EXTRACTED ENTRIES below:

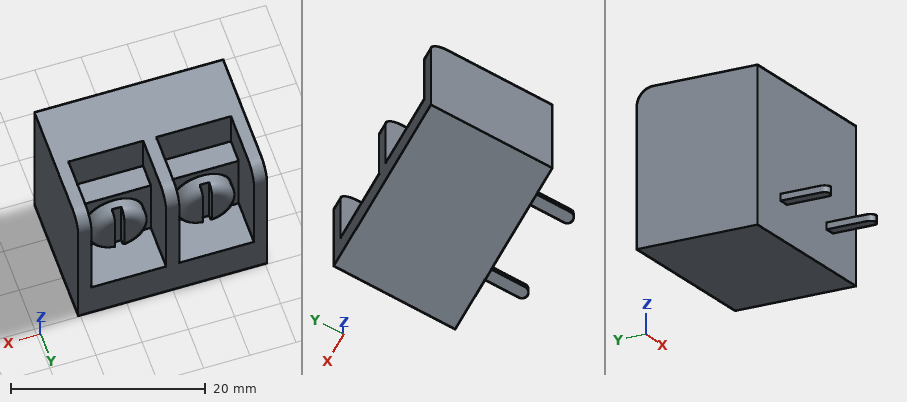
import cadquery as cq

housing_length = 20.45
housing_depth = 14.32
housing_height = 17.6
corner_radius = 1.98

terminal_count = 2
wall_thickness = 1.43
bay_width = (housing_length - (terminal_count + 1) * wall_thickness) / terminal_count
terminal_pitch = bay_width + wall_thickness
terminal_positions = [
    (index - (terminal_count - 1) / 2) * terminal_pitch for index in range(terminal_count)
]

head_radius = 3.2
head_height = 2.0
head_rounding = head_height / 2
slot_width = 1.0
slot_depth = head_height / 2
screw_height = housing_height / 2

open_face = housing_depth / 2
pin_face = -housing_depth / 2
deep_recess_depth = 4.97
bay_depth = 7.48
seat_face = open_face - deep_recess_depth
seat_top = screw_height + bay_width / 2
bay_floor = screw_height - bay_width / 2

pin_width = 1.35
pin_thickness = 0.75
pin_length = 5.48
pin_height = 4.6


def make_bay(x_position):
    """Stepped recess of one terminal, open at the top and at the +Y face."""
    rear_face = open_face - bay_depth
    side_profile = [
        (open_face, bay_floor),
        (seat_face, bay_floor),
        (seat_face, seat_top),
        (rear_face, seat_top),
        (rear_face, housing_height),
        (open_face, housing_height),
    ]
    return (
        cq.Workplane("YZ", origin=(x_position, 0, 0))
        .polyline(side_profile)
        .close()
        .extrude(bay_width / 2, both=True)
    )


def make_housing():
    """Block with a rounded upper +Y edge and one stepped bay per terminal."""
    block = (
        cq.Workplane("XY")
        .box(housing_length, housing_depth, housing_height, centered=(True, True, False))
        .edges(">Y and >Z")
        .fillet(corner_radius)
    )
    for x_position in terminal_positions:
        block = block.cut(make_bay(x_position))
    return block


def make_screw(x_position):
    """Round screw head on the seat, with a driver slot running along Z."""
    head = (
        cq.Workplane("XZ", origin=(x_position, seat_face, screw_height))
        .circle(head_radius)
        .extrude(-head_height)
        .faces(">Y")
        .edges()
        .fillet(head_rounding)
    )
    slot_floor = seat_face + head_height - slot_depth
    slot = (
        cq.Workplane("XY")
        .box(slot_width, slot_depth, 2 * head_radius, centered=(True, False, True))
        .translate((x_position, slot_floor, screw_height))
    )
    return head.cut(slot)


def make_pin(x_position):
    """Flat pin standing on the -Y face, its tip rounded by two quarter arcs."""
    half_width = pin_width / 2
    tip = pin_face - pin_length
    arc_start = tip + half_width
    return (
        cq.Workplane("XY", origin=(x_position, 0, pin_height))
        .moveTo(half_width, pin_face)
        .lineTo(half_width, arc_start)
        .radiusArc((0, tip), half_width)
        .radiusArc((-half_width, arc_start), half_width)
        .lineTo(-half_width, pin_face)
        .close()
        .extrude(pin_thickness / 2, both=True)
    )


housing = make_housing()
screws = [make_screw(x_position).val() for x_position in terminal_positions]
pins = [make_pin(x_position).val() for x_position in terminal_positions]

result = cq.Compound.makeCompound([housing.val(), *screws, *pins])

End of EXTRACTED ENTRIES.

TASK DIRECTIONS:
All lines above containing the string "pins": copy each one.

YOUR SOLUTION:
pins = [make_pin(x_position).val() for x_position in terminal_positions]
result = cq.Compound.makeCompound([housing.val(), *screws, *pins])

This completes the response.